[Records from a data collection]
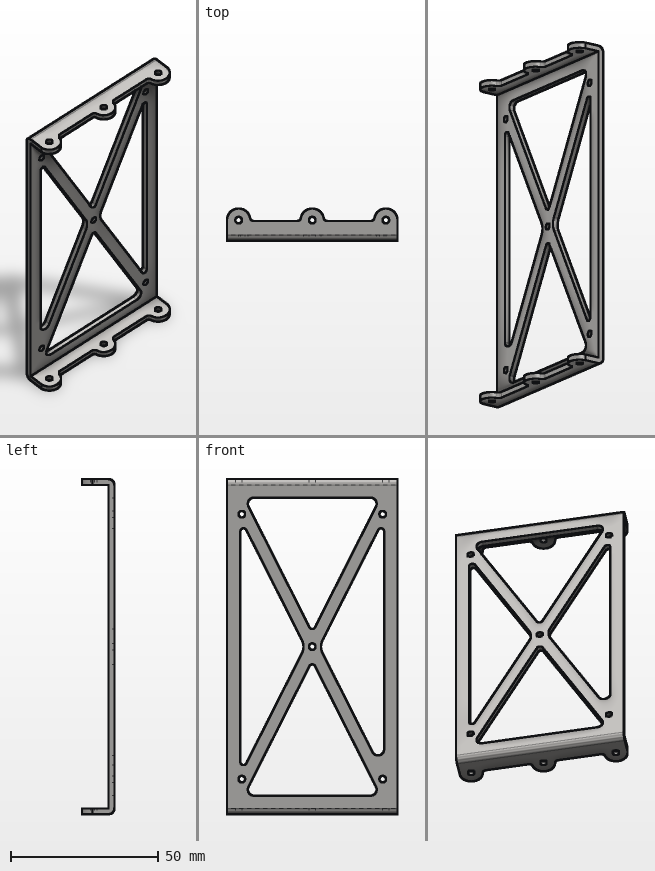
import cadquery as cq
import math

height = 114.0
width = 58.0
depth = 11.1
thickness = 2.0
bend_radius = thickness

strut_slope = 1.98
strut_width = 4.3
strut_rise = strut_width / 2 * math.hypot(1, strut_slope)

end_window_top = 50.6
side_window_edge = 24.4
large_corner = 2.0
small_corner = 1.0
hub_corner = 5.0

hole_diameter = 2.2
plate_hole_x = 23.9
plate_hole_z = 45.0

tab_radius = 4.0
tab_blend = 1.1
tab_center_y = depth - tab_radius
tab_spacing = width / 2 - tab_radius
flange_edge_y = 6.8


def rounded_corner(before, corner, after, radius):
    """Return the start, middle and end of the arc that rounds a corner."""
    to_before = (cq.Vector(*before) - cq.Vector(*corner)).normalized()
    to_after = (cq.Vector(*after) - cq.Vector(*corner)).normalized()
    half_angle = to_before.getAngle(to_after) / 2
    tangent_length = radius / math.tan(half_angle)
    bisector = (to_before + to_after).normalized()
    vertex = cq.Vector(*corner)
    start = vertex + to_before * tangent_length
    middle = vertex + bisector * (radius / math.sin(half_angle) - radius)
    end = vertex + to_after * tangent_length
    return [(point.x, point.y) for point in (start, middle, end)]


def window(corners, radii):
    """Cutter through the plate: an XZ polygon with its own radius at each corner."""
    count = len(corners)
    arcs = [
        rounded_corner(corners[i - 1], corners[i], corners[(i + 1) % count], radii[i])
        for i in range(count)
    ]
    outline = cq.Workplane("XZ").moveTo(*arcs[0][0])
    for i, (start, middle, end) in enumerate(arcs):
        if i > 0:
            outline = outline.lineTo(*start)
        outline = outline.threePointArc(middle, end)
    return outline.close().extrude(-thickness)


def end_window(side):
    """Triangle above (side = 1) or below (side = -1) the crossing."""
    half_base = (end_window_top - strut_rise) / strut_slope
    base_z = side * end_window_top
    corners = [(0, side * strut_rise), (half_base, base_z), (-half_base, base_z)]
    return window(corners, [small_corner, large_corner, large_corner])


def side_window(side, lower_radius):
    """Triangle to the right (side = 1) or left (side = -1) of the crossing."""
    tip_z = strut_slope * side_window_edge - strut_rise
    edge_x = side * side_window_edge
    corners = [(side * strut_rise / strut_slope, 0), (edge_x, tip_z), (edge_x, -tip_z)]
    return window(corners, [hub_corner, small_corner, lower_radius])


def tab(center_x):
    """Round tab with concave blends into the flange edge, over the full height."""
    blend_y = flange_edge_y + tab_blend
    center_distance = tab_radius + tab_blend
    blend_x = math.sqrt(center_distance**2 - (blend_y - tab_center_y) ** 2)
    blend_angle = math.atan2(blend_y - tab_center_y, blend_x)
    touch_x = tab_radius * math.cos(blend_angle)
    touch_y = tab_center_y + tab_radius * math.sin(blend_angle)
    middle_angle = (math.pi / 2 + blend_angle) / 2
    middle_x = blend_x - tab_blend * math.cos(middle_angle)
    middle_y = blend_y - tab_blend * math.sin(middle_angle)
    return (
        cq.Workplane("XY", origin=(center_x, 0, -height / 2))
        .moveTo(-blend_x, 0)
        .lineTo(-blend_x, flange_edge_y)
        .threePointArc((-middle_x, middle_y), (-touch_x, touch_y))
        .threePointArc((0, depth), (touch_x, touch_y))
        .threePointArc((middle_x, middle_y), (blend_x, flange_edge_y))
        .lineTo(blend_x, 0)
        .close()
        .extrude(height)
    )


def tab_column():
    """Plan shape of both flanges, extruded over the full height."""
    column = cq.Workplane("XY").box(width, flange_edge_y, height, centered=(True, False, True))
    for center_x in (-tab_spacing, 0, tab_spacing):
        column = column.union(tab(center_x))
    for side in (-1, 1):
        shoulder = cq.Workplane("XY").box(
            tab_radius, tab_center_y, height, centered=(True, False, True)
        )
        column = column.union(shoulder.translate((side * (width - tab_radius) / 2, 0, 0)))
    limits = cq.Workplane("XY").box(width, depth, height, centered=(True, False, True))
    return column.intersect(limits)


def channel():
    """Folded sheet: a front plate and two flanges, with rounded outer bends."""
    return (
        cq.Workplane("XY")
        .box(width, depth, height, centered=(True, False, True))
        .edges("|X and <Y")
        .fillet(bend_radius)
        .cut(
            cq.Workplane("XY")
            .box(width, depth, height - 2 * thickness, centered=(True, False, True))
            .translate((0, thickness, 0))
        )
    )


result = channel().intersect(tab_column())

for side in (-1, 1):
    result = result.cut(end_window(side))
result = result.cut(side_window(-1, small_corner))
result = result.cut(side_window(1, large_corner))

plate_holes = [(0, 0)] + [(x * plate_hole_x, z * plate_hole_z) for x in (-1, 1) for z in (-1, 1)]
result = result.cut(
    cq.Workplane("XZ").pushPoints(plate_holes).circle(hole_diameter / 2).extrude(-thickness)
)

tab_holes = [(x, tab_center_y) for x in (-tab_spacing, 0, tab_spacing)]
result = result.cut(
    cq.Workplane("XY")
    .pushPoints(tab_holes)
    .circle(hole_diameter / 2)
    .extrude(height / 2, both=True)
)
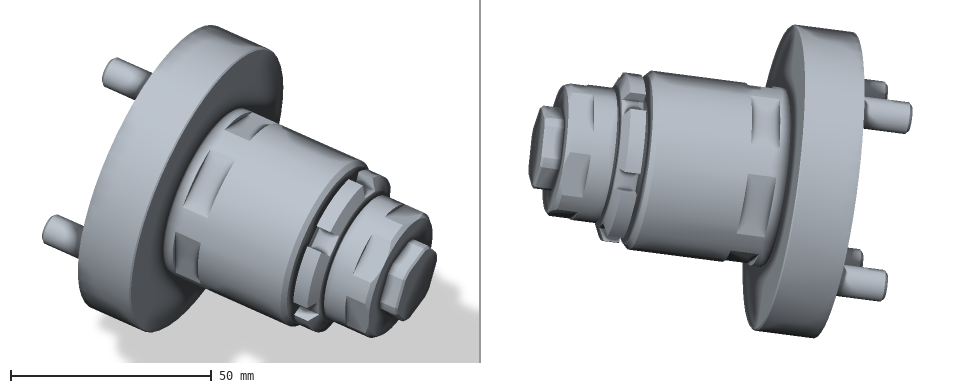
import cadquery as cq
import math

flange_back = 13.3
flange_front = 28.4
body_flats_start = 31.4
body_flats_end = 38.6
body_end = 63.6
groove_start = 63.9
nut_start = 65.3
nut_end = 70.9
cap_start = 71.8
cap_flats_start = 77.7
cap_end = 84.0
total_length = 88.8

flange_diameter = 77.0
flange_chamfer = 0.35
pin_diameter = 8.0
pin_tip_diameter = 6.4
pin_circle_radius = 30.0
pin_count = 4

body_diameter = 45.0
body_across_flats = 42.0
body_base_chamfer = 0.4
body_end_chamfer = 1.15
thread_diameter = 30.5
neck_diameter = 30.0
groove_flank_length = 0.3

nut_diameter = 42.4
nut_face_diameter = 35.7
nut_chamfer_length = 1.6
nut_slot_count = 6
nut_slot_width = 5.5
nut_slot_floor_radius = 17.9
nut_slot_turn = 4.2

cap_diameter = 34.0
cap_across_flats = 32.0
cap_chamfer_length = 1.1

insert_diameter = 20.8
insert_across_flats = 19.2
insert_chamfer = 0.5


def cylinder(start, end, diameter):
    """Solid cylinder on the X axis between two axial stations."""
    return cq.Workplane("YZ", origin=(start, 0, 0)).circle(diameter / 2).extrude(end - start)


def hexagon(start, end, across_flats, turn=0):
    """Hexagonal prism on the X axis, with flats facing +Y and -Y before it is turned."""
    across_corners = across_flats / math.cos(math.radians(30))
    prism = cq.Workplane("YZ", origin=(start, 0, 0)).polygon(6, across_corners).extrude(end - start)
    return prism.rotate((0, 0, 0), (1, 0, 0), 30 + turn)


def cut_flats(part, start, end, diameter, across_flats):
    """Mill six flats into a round part between two axial stations."""
    waste = cylinder(start, end, diameter).cut(hexagon(start, end, across_flats))
    return part.cut(waste)


def make_flange():
    disc = cylinder(flange_back, flange_front, flange_diameter)
    return disc.faces(">X").chamfer(flange_chamfer)


def make_pins():
    pins = (
        cq.Workplane("YZ")
        .polarArray(pin_circle_radius, 0, 360, pin_count)
        .circle(pin_diameter / 2)
        .extrude(flange_back)
    )
    return pins.faces("<X").chamfer((pin_diameter - pin_tip_diameter) / 2)


def make_body():
    body = cylinder(flange_front, body_end, body_diameter)
    body = body.faces("<X").chamfer(body_base_chamfer)
    body = body.faces(">X").chamfer(body_end_chamfer)
    return cut_flats(body, body_flats_start, body_flats_end, body_diameter, body_across_flats)


def make_neck():
    """Threaded neck with a shallow tapered-flank groove between the body and the lock nut."""
    thread_radius = thread_diameter / 2
    neck_radius = neck_diameter / 2
    half_profile = [
        (body_end, 0),
        (body_end, thread_radius),
        (groove_start, thread_radius),
        (groove_start + groove_flank_length, neck_radius),
        (nut_start - groove_flank_length, neck_radius),
        (nut_start, thread_radius),
        (nut_end, thread_radius),
        (nut_end, neck_radius),
        (cap_start, neck_radius),
        (cap_start, 0),
    ]
    return cq.Workplane("XY").polyline(half_profile).close().revolve(360, (0, 0, 0), (1, 0, 0))


def make_lock_nut():
    nut = cylinder(nut_start, nut_end, nut_diameter)
    nut = nut.faces(">X").chamfer(nut_chamfer_length, (nut_diameter - nut_face_diameter) / 2)
    slot = (
        cq.Workplane("XY", origin=(nut_start, nut_slot_floor_radius, 0))
        .box(nut_end - nut_start, nut_diameter, nut_slot_width, centered=(False, False, True))
    )
    for index in range(nut_slot_count):
        angle = nut_slot_turn + index * 360 / nut_slot_count
        nut = nut.cut(slot.rotate((0, 0, 0), (1, 0, 0), angle))
    return nut


def make_cap():
    cap = cylinder(cap_start, cap_end, cap_diameter)
    cap = cap.faces(">X").chamfer(cap_chamfer_length, (cap_diameter - cap_across_flats) / 2)
    return cut_flats(cap, cap_flats_start, cap_end, cap_diameter, cap_across_flats)


def make_insert():
    insert = cylinder(cap_end, total_length, insert_diameter)
    insert = insert.intersect(hexagon(cap_end, total_length, insert_across_flats, turn=30))
    return insert.faces(">X").chamfer(insert_chamfer)


result = make_flange()
for section in (make_pins(), make_body(), make_neck(), make_lock_nut(), make_cap(), make_insert()):
    result = result.union(section)

# [Task directions]
Give again, exactly, the lines starting at the first entry above and ending at the line with "to_before = (cq.Vector(*before)"; please leave pictures out.

# [Task response]
import cadquery as cq
import math

height = 114.0
width = 58.0
depth = 11.1
thickness = 2.0
bend_radius = thickness

strut_slope = 1.98
strut_width = 4.3
strut_rise = strut_width / 2 * math.hypot(1, strut_slope)

end_window_top = 50.6
side_window_edge = 24.4
large_corner = 2.0
small_corner = 1.0
hub_corner = 5.0

hole_diameter = 2.2
plate_hole_x = 23.9
plate_hole_z = 45.0

tab_radius = 4.0
tab_blend = 1.1
tab_center_y = depth - tab_radius
tab_spacing = width / 2 - tab_radius
flange_edge_y = 6.8


def rounded_corner(before, corner, after, radius):
    """Return the start, middle and end of the arc that rounds a corner."""
    to_before = (cq.Vector(*before) - cq.Vector(*corner)).normalized()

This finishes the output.